Automatic segmentation of 54 anatomical structures from abdominal CT slices, with Mistral AI-powered radiology summaries in plain language.
Built for the Alan × Mistral AI Health Hack 2025.
Radiologists spend significant time manually identifying and measuring organs on CT scans. Patients receive reports full of jargon they don't understand. In high-volume imaging centers, triage bottlenecks delay care.
- Segments 54 anatomical structures (organs, vessels, bones, tumors) from a single CT slice in < 1 second
- Analyzes the segmentation: structure count, coverage, relative sizes, dominant structures
- Generates a plain-language pre-screening report via Mistral AI — readable by both clinicians and patients
The pipeline: CT Slice → U-Net Segmentation → Structure Analysis → Mistral Report
The segmentation model at the core of ScanAssist was developed during the ENS × Raidium Data Challenge, a national data science competition organized by ENS Paris and Raidium, focused on medical image segmentation. The model reached the top 5 of the competition leaderboard.
The full training code, experiments, and methodology are available in the dedicated repository: 👉 ENSxRaidium-Data-Challenge — training pipeline, loss functions, data processing, and evaluation.
The dataset presents three compounding constraints that make standard approaches fail:
Partial annotations. Each training scan is only labeled for a subset of organs. The liver might be annotated on scan A but unlabeled on scan B — even though it's visible. A naive model treats missing labels as "background," learning the wrong thing.
Severe class imbalance. 54 structures ranging from large organs (thousands of pixels) to tiny vessels (dozens of pixels). Standard losses let dominant classes crush rare ones.
Limited labeled data. Only 800 partially-annotated images + 1200 unlabeled scans. Standard supervised training drastically overfits.
| Constraint | Solution |
|---|---|
| Partial annotations | Marginal segmentation loss — masks out unannotated classes so the model only learns from verified labels |
| Class imbalance | Inverse-square-root frequency sampling — upweights images containing rare structures |
| Limited data | Heavy spatial + intensity augmentations via Albumentations |
Architecture: 7-stage PlainConv U-Net with deep supervision (3 heads at different resolutions), InstanceNorm, LeakyReLU. Trained with SGD + polynomial LR decay for 500 epochs.

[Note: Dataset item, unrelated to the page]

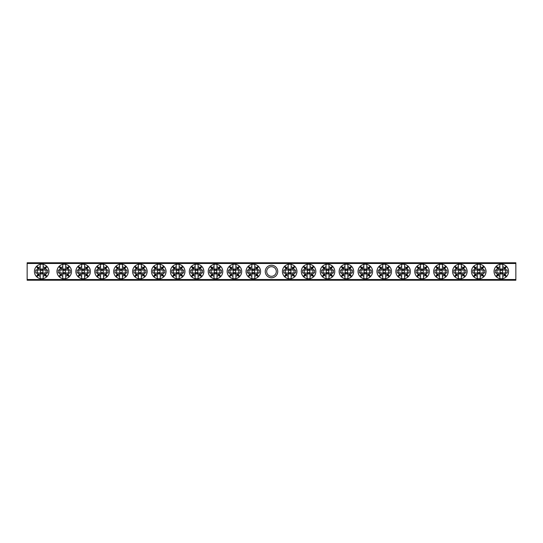 <?xml version="1.0" encoding="UTF-8"?>
<svg xmlns="http://www.w3.org/2000/svg" width="543" height="543" viewBox="0 0 543 543"><rect width="100%" height="100%" fill="white"/><g stroke="black" fill="none" stroke-linecap="round" stroke-linejoin="round"><path stroke-width="0.81" d="M265.249 271.5A6.251 6.251 0 0 1 271.5 265.249A6.251 6.251 0 0 1 277.751 271.5A6.251 6.251 0 0 1 271.5 277.751A6.251 6.251 0 0 1 265.249 271.5M276.299 271.5A4.799 4.799 0 0 0 271.5 266.701A4.799 4.799 0 0 0 266.701 271.5A4.799 4.799 0 0 0 271.5 276.299A4.799 4.799 0 0 0 276.299 271.5M27.15 279.502L515.85 279.502L515.85 280.229L27.15 280.229L27.15 262.771L515.85 262.771L515.85 263.498L27.15 263.498M515.85 279.502L515.85 263.498M253.316 272.749A1.249 1.249 0 0 1 252.074 271.5A1.249 1.249 0 0 1 253.316 270.251A1.249 1.249 0 0 1 254.565 271.5A1.249 1.249 0 0 1 253.316 272.749M256.581 275.274L258.196 276.896A7.269 7.269 0 0 1 254.776 278.627L254.776 276.272A4.989 4.989 0 0 0 256.581 275.274L255.692 274.391A3.74 3.74 0 0 0 256.208 273.876L257.09 274.758A4.989 4.989 0 0 0 258.088 272.953L247.37 272.953L247.37 270.047L258.088 270.047A4.989 4.989 0 0 0 257.09 268.242L256.208 269.124A3.74 3.74 0 0 0 255.692 268.609L256.581 267.726A4.989 4.989 0 0 0 254.776 266.728L254.776 264.373A7.269 7.269 0 0 0 247.927 266.62L249.542 268.242A4.989 4.989 0 0 0 248.551 270.047M254.776 276.272L254.776 273.523A2.491 2.491 0 0 1 251.864 273.523L251.864 276.272A4.989 4.989 0 0 1 250.058 275.274L248.443 276.896A7.269 7.269 0 0 0 251.864 278.627L251.864 276.272M258.196 276.896A7.269 7.269 0 0 0 258.196 266.104L256.581 267.726M254.776 278.627A7.269 7.269 0 0 1 251.864 278.627M247.927 266.62A7.269 7.269 0 0 0 248.443 276.896M254.776 266.728L254.776 269.477A2.491 2.491 0 0 0 251.864 269.477L251.864 266.728A4.989 4.989 0 0 0 250.058 267.726L250.947 268.609A3.74 3.74 0 0 0 250.432 269.124L249.542 268.242M248.551 272.953A4.989 4.989 0 0 0 249.542 274.758L247.927 276.38M258.088 270.047L259.269 270.047L259.269 272.953L258.088 272.953M258.712 276.38L257.09 274.758M257.09 268.242L258.712 266.62M251.864 266.728L251.864 264.373M258.196 266.104A7.269 7.269 0 0 0 254.776 264.373M250.058 267.726L248.443 266.104M249.542 274.758L250.432 273.876A3.74 3.74 0 0 0 250.947 274.391L250.058 275.274M248.959 270.047L248.959 272.953M257.681 272.953L257.681 270.047M289.684 272.749A1.249 1.249 0 0 1 288.435 271.5A1.249 1.249 0 0 1 289.684 270.251A1.249 1.249 0 0 1 290.926 271.5A1.249 1.249 0 0 1 289.684 272.749M292.942 275.274L294.557 276.896A7.269 7.269 0 0 1 291.136 278.627L291.136 276.272A4.989 4.989 0 0 0 292.942 275.274L292.053 274.391A3.74 3.74 0 0 0 292.568 273.876L293.458 274.758A4.989 4.989 0 0 0 294.449 272.953L283.731 272.953L283.731 270.047L294.449 270.047A4.989 4.989 0 0 0 293.458 268.242L292.568 269.124A3.74 3.74 0 0 0 292.053 268.609L292.942 267.726A4.989 4.989 0 0 0 291.136 266.728L291.136 264.373A7.269 7.269 0 0 0 284.288 266.62L285.91 268.242A4.989 4.989 0 0 0 284.912 270.047M291.136 276.272L291.136 273.523A2.491 2.491 0 0 1 288.224 273.523L288.224 276.272A4.989 4.989 0 0 1 286.419 275.274L284.803 276.896A7.269 7.269 0 0 0 288.224 278.627L288.224 276.272M294.557 276.896A7.269 7.269 0 0 0 294.557 266.104L292.942 267.726M291.136 278.627A7.269 7.269 0 0 1 288.224 278.627M284.288 266.62A7.269 7.269 0 0 0 284.803 276.896M291.136 266.728L291.136 269.477A2.491 2.491 0 0 0 288.224 269.477L288.224 266.728A4.989 4.989 0 0 0 286.419 267.726L287.308 268.609A3.74 3.74 0 0 0 286.792 269.124L285.91 268.242M284.912 272.953A4.989 4.989 0 0 0 285.91 274.758L284.288 276.38M294.449 270.047L295.63 270.047L295.63 272.953L294.449 272.953M295.073 276.38L293.458 274.758M293.458 268.242L295.073 266.62M288.224 266.728L288.224 264.373M294.557 266.104A7.269 7.269 0 0 0 291.136 264.373M286.419 267.726L284.803 266.104M285.91 274.758L286.792 273.876A3.74 3.74 0 0 0 287.308 274.391L286.419 275.274M285.319 270.047L285.319 272.953M294.041 272.953L294.041 270.047M41.696 272.749A1.249 1.249 0 0 1 40.447 271.5A1.249 1.249 0 0 1 41.696 270.251A1.249 1.249 0 0 1 42.945 271.5A1.249 1.249 0 0 1 41.696 272.749M44.954 275.274L46.576 276.896A7.269 7.269 0 0 1 43.148 278.627L43.148 276.272A4.989 4.989 0 0 0 44.954 275.274L44.071 274.391A3.74 3.74 0 0 0 44.587 273.876L45.469 274.758A4.989 4.989 0 0 0 46.467 272.953L35.743 272.953L35.743 270.047L46.467 270.047A4.989 4.989 0 0 0 45.469 268.242L44.587 269.124A3.74 3.74 0 0 0 44.071 268.609L44.954 267.726A4.989 4.989 0 0 0 43.148 266.728L43.148 264.373A7.269 7.269 0 0 0 36.3 266.62L37.922 268.242A4.989 4.989 0 0 0 36.924 270.047M43.148 276.272L43.148 273.523A2.491 2.491 0 0 1 40.243 273.523L40.243 276.272A4.989 4.989 0 0 1 38.438 275.274L36.815 276.896A7.269 7.269 0 0 0 40.243 278.627L40.243 276.272M46.576 276.896A7.269 7.269 0 0 0 46.576 266.104L44.954 267.726M43.148 278.627A7.269 7.269 0 0 1 40.243 278.627M36.3 266.62A7.269 7.269 0 0 0 36.815 276.896M43.148 266.728L43.148 269.477A2.491 2.491 0 0 0 40.243 269.477L40.243 266.728A4.989 4.989 0 0 0 38.438 267.726L39.32 268.609A3.74 3.74 0 0 0 38.804 269.124L37.922 268.242M36.924 272.953A4.989 4.989 0 0 0 37.922 274.758L36.3 276.38M46.467 270.047L47.648 270.047L47.648 272.953L46.467 272.953M47.085 276.38L45.469 274.758M45.469 268.242L47.085 266.62M40.243 266.728L40.243 264.373M46.576 266.104A7.269 7.269 0 0 0 43.148 264.373M38.438 267.726L36.815 266.104M37.922 274.758L38.804 273.876A3.74 3.74 0 0 0 39.32 274.391L38.438 275.274M37.331 270.047L37.331 272.953M46.06 272.953L46.06 270.047M501.304 272.749A1.249 1.249 0 0 1 500.055 271.5A1.249 1.249 0 0 1 501.304 270.251A1.249 1.249 0 0 1 502.553 271.5A1.249 1.249 0 0 1 501.304 272.749M504.562 275.274L506.185 276.896A7.269 7.269 0 0 1 502.757 278.627L502.757 276.272A4.989 4.989 0 0 0 504.562 275.274L503.68 274.391A3.74 3.74 0 0 0 504.196 273.876L505.078 274.758A4.989 4.989 0 0 0 506.076 272.953L495.352 272.953L495.352 270.047L506.076 270.047A4.989 4.989 0 0 0 505.078 268.242L504.196 269.124A3.74 3.74 0 0 0 503.68 268.609L504.562 267.726A4.989 4.989 0 0 0 502.757 266.728L502.757 264.373A7.269 7.269 0 0 0 495.915 266.62L497.531 268.242A4.989 4.989 0 0 0 496.533 270.047M502.757 276.272L502.757 273.523A2.491 2.491 0 0 1 499.852 273.523L499.852 276.272A4.989 4.989 0 0 1 498.046 275.274L496.424 276.896A7.269 7.269 0 0 0 499.852 278.627L499.852 276.272M506.185 276.896A7.269 7.269 0 0 0 506.185 266.104L504.562 267.726M502.757 278.627A7.269 7.269 0 0 1 499.852 278.627M495.915 266.62A7.269 7.269 0 0 0 496.424 276.896M502.757 266.728L502.757 269.477A2.491 2.491 0 0 0 499.852 269.477L499.852 266.728A4.989 4.989 0 0 0 498.046 267.726L498.929 268.609A3.74 3.74 0 0 0 498.413 269.124L497.531 268.242M496.533 272.953A4.989 4.989 0 0 0 497.531 274.758L495.915 276.38M506.076 270.047L507.257 270.047L507.257 272.953L506.076 272.953M506.7 276.38L505.078 274.758M505.078 268.242L506.7 266.62M499.852 266.728L499.852 264.373M506.185 266.104A7.269 7.269 0 0 0 502.757 264.373M498.046 267.726L496.424 266.104M497.531 274.758L498.413 273.876A3.74 3.74 0 0 0 498.929 274.391L498.046 275.274M496.94 270.047L496.94 272.953M505.669 272.953L505.669 270.047M234.413 272.749A1.249 1.249 0 0 1 233.164 271.5A1.249 1.249 0 0 1 234.413 270.251A1.249 1.249 0 0 1 235.655 271.5A1.249 1.249 0 0 1 234.413 272.749M237.671 275.274L239.293 276.896A7.269 7.269 0 0 1 235.866 278.627L235.866 276.272A4.989 4.989 0 0 0 237.671 275.274L236.789 274.391A3.74 3.74 0 0 0 237.298 273.876L238.187 274.758A4.989 4.989 0 0 0 239.178 272.953L228.46 272.953L228.46 270.047L239.178 270.047A4.989 4.989 0 0 0 238.187 268.242L237.298 269.124A3.74 3.74 0 0 0 236.789 268.609L237.671 267.726A4.989 4.989 0 0 0 235.866 266.728L235.866 264.373A7.269 7.269 0 0 0 229.017 266.62L230.639 268.242A4.989 4.989 0 0 0 229.641 270.047M235.866 276.272L235.866 273.523A2.491 2.491 0 0 1 232.954 273.523L232.954 276.272A4.989 4.989 0 0 1 231.148 275.274L229.533 276.896A7.269 7.269 0 0 0 232.954 278.627L232.954 276.272M239.293 276.896A7.269 7.269 0 0 0 239.293 266.104L237.671 267.726M235.866 278.627A7.269 7.269 0 0 1 232.954 278.627M229.017 266.62A7.269 7.269 0 0 0 229.533 276.896M235.866 266.728L235.866 269.477A2.491 2.491 0 0 0 232.954 269.477L232.954 266.728A4.989 4.989 0 0 0 231.148 267.726L232.037 268.609A3.74 3.74 0 0 0 231.522 269.124L230.639 268.242M229.641 272.953A4.989 4.989 0 0 0 230.639 274.758L229.017 276.38M239.178 270.047L240.366 270.047L240.366 272.953L239.178 272.953M239.802 276.38L238.187 274.758M238.187 268.242L239.802 266.62M232.954 266.728L232.954 264.373M239.293 266.104A7.269 7.269 0 0 0 235.866 264.373M231.148 267.726L229.533 266.104M230.639 274.758L231.522 273.876A3.74 3.74 0 0 0 232.037 274.391L231.148 275.274M230.049 270.047L230.049 272.953M238.777 272.953L238.777 270.047M308.587 272.749A1.249 1.249 0 0 1 307.345 271.5A1.249 1.249 0 0 1 308.587 270.251A1.249 1.249 0 0 1 309.836 271.5A1.249 1.249 0 0 1 308.587 272.749M311.852 275.274L313.467 276.896A7.269 7.269 0 0 1 310.046 278.627L310.046 276.272A4.989 4.989 0 0 0 311.852 275.274L310.963 274.391A3.74 3.74 0 0 0 311.478 273.876L312.361 274.758A4.989 4.989 0 0 0 313.359 272.953L302.634 272.953L302.634 270.047L313.359 270.047A4.989 4.989 0 0 0 312.361 268.242L311.478 269.124A3.74 3.74 0 0 0 310.963 268.609L311.852 267.726A4.989 4.989 0 0 0 310.046 266.728L310.046 264.373A7.269 7.269 0 0 0 303.198 266.62L304.813 268.242A4.989 4.989 0 0 0 303.822 270.047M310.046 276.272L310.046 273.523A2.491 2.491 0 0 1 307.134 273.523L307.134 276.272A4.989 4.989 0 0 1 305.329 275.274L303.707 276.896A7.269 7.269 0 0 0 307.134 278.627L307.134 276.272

A model that ranks well in a competition isn't a product. ScanAssist is an exercise in taking a high-performing research model and putting it in the hands of a real user — turning raw segmentation masks into something a clinician or a patient can understand in seconds. This meant building a clean interface, extracting meaningful statistics from the output, and adding a natural-language report layer via Mistral to bridge the gap between pixels and clinical insight.
git clone https://github.com/bryan29-ly/ct-scan-segmenter.git
cd ct-scan-segmenter
pip install -r requirements.txt
streamlit run app.pyModel weights (~280 MB) download automatically from Hugging Face on first launch.
Get a free API key at console.mistral.ai and paste it in the sidebar. Without a key, the app shows an example report.
├── app.py # Streamlit interface
├── model.py # PlainConv U-Net architecture
├── inference.py # Weight loading + preprocessing + prediction
├── report.py # Mistral API integration
├── examples/ # Sample CT slices (.npy, 256×256)
├── requirements.txt
└── README.md
This demo is a proof of concept. Here's how it could evolve into a real clinical tool:
Semantic labels. The current model outputs numeric structure IDs (1–54) without organ names. Training on a larger, fully-annotated dataset (e.g. the full TotalSegmentator with 104 labeled classes) would give the model semantic understanding — identifying organs by name, not just by cluster ID.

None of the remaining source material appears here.